Please return every line of the records that contains the word "작업지시".

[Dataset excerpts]
★ ★ ★ ★ ★

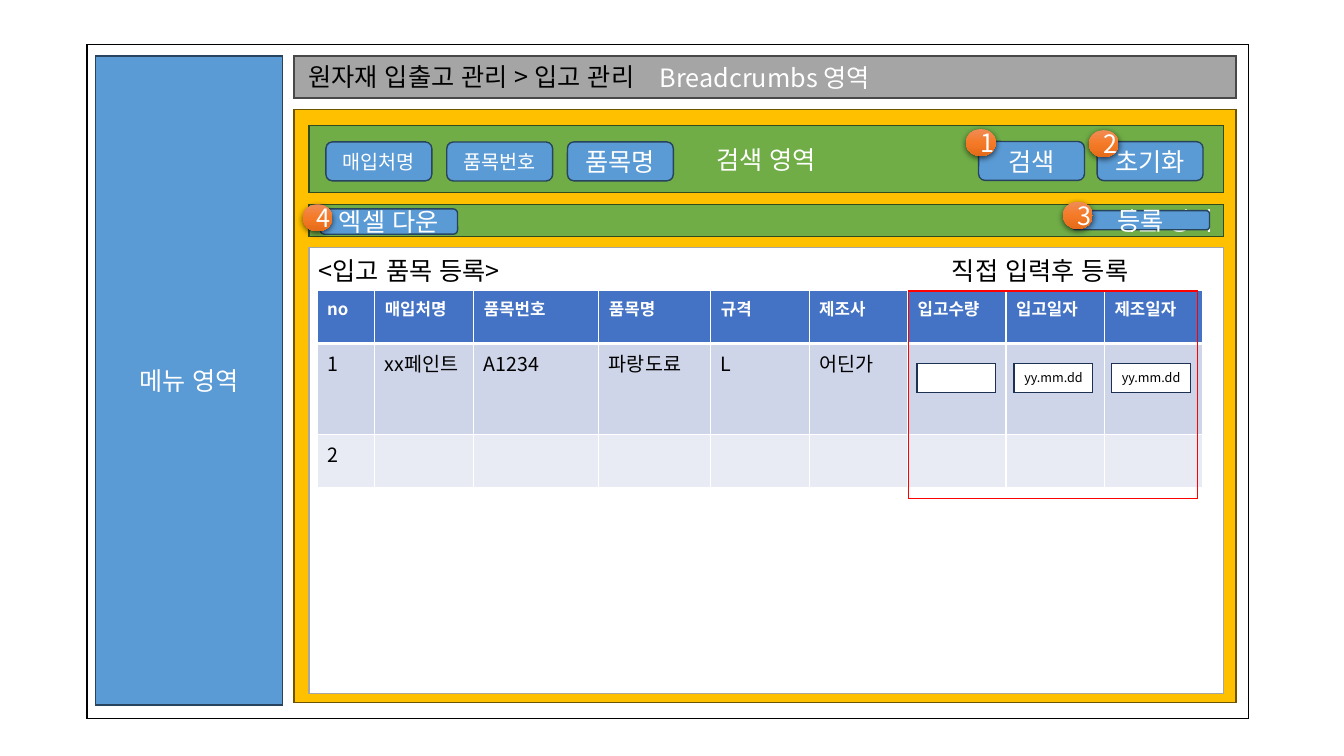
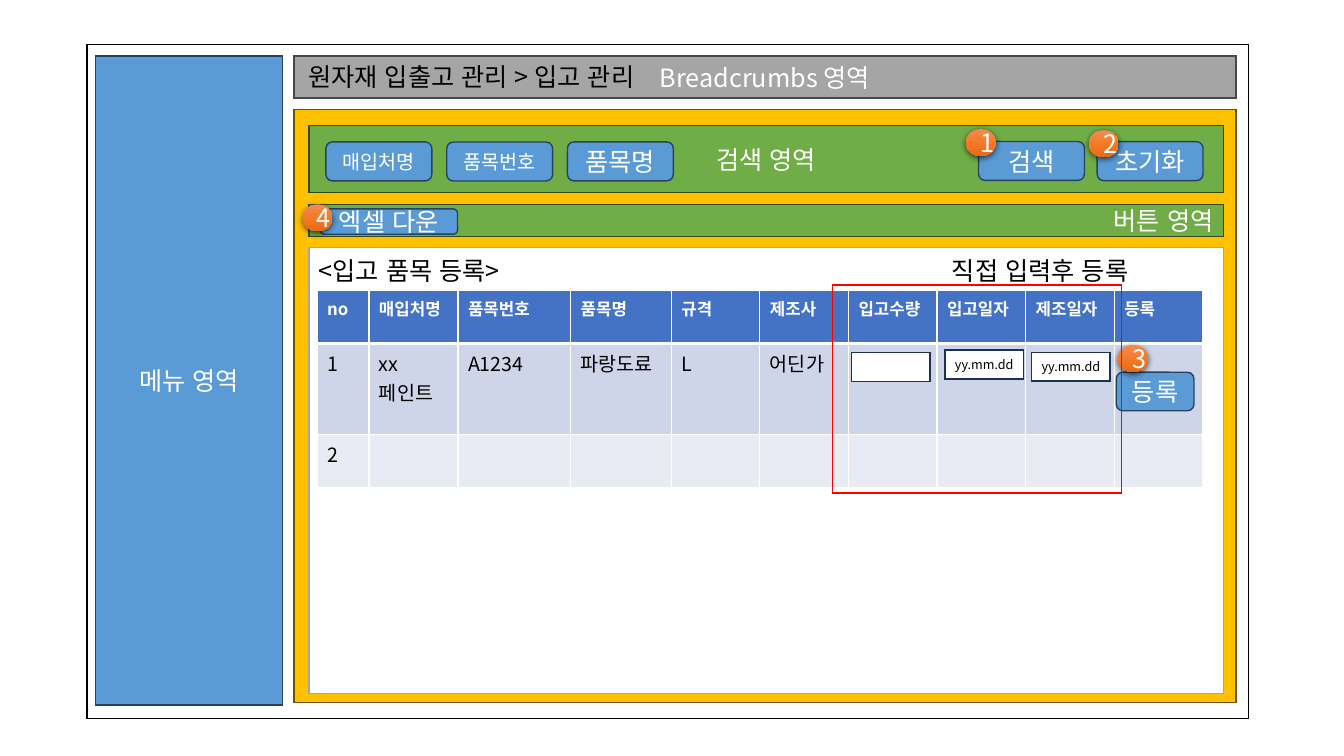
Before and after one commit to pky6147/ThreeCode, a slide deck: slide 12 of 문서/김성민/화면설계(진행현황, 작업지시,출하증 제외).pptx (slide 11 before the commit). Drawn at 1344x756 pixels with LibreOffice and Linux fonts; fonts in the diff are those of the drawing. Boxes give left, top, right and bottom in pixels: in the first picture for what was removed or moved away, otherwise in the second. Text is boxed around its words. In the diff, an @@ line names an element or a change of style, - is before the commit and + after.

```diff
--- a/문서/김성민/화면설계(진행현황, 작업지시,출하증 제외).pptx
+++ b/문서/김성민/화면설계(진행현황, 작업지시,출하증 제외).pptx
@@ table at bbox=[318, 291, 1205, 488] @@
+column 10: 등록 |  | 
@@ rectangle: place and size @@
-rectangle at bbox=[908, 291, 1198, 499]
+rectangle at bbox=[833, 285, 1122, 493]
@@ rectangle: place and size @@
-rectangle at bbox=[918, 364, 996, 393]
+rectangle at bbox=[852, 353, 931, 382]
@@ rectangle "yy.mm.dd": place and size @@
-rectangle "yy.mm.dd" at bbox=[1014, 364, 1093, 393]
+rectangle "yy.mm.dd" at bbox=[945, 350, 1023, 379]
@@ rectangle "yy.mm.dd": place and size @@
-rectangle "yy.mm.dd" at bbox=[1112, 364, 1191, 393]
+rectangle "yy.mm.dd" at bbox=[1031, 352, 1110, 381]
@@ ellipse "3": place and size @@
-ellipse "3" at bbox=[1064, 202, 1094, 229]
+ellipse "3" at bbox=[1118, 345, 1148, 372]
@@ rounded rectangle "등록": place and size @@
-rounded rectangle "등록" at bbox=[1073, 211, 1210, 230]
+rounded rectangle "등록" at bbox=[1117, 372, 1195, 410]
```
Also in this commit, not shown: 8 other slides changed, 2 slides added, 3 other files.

★ ★ ★ ★ ★

Output for this exercise:
Before and after one commit to pky6147/ThreeCode, a slide deck: slide 12 of 문서/김성민/화면설계(진행현황, 작업지시,출하증 제외).pptx (slide 11 before the commit). Drawn at 1344x756 pixels with LibreOffice and Linux fonts; fonts in the diff are those of the drawing. Boxes give left, top, right and bottom in pixels: in the first picture for what was removed or moved away, otherwise in the second. Text is boxed around its words. In the diff, an @@ line names an element or a change of style, - is before the commit and + after.
--- a/문서/김성민/화면설계(진행현황, 작업지시,출하증 제외).pptx
+++ b/문서/김성민/화면설계(진행현황, 작업지시,출하증 제외).pptx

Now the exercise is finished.